In the Jan 2008 ABJ - 
3lb packages $90
queens $22


----------



## Brent Bean (Jun 30, 2005)

Kind of pricy, I have ordered bees from R. Weaver was happy with their stock and service but the last few years the prices of both Weavers have become very high. Last year I bought 10 packages from Gardner’s out of Ga. For 55$ for a three pound package with a queen. And all ten packages gave me surplus honey in the range of fifty pounds. And were very robust going into winter. I think their prices and stayed the same as last year.


----------



## thomas (Apr 23, 2006)

*Gardner's have a website*

Hello does anyone know if gardner's has a website or some way to contact them on getting a couple of packages from them. Or do they have a catalouge they can send to customers to see what kind of bees they carry.



Tom


----------



## REDTRACTOR1 (Dec 10, 2003)

*bweaver 2008 package prices*

They do not have a website but they advertise in The American Bee Journal.
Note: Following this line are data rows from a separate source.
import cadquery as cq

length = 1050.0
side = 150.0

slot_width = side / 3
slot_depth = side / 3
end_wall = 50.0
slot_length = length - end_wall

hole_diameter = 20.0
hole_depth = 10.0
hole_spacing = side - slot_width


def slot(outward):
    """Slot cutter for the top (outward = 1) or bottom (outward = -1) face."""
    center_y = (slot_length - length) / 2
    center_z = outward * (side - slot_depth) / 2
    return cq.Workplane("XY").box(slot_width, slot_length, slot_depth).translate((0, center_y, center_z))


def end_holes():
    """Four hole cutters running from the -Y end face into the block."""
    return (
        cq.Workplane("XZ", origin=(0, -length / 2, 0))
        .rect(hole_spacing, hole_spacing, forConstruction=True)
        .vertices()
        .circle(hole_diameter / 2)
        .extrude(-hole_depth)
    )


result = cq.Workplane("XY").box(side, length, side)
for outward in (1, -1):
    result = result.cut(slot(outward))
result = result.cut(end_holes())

Phone # 912-367-9352. Hope this helps.
Thanks Dwight


----------



## kirk-o (Feb 2, 2007)

Oh Yeah those prices are high especially the queen price.You know when you have few choices the price is high.
kirkobeeo


----------



## lake thompson honey (Feb 11, 2007)

why dont you purchase 5 frame nucs from me for $65.00? you get bees and brood and some feed. packages are overpriced, i dont know really why anyone buys them.


----------



## bleta12 (Feb 28, 2007)

lake thompson honey said:


> why dont you purchase 5 frame nucs from me for $65.00? you get bees and brood and some feed. packages are overpriced, i dont know really why anyone buys them.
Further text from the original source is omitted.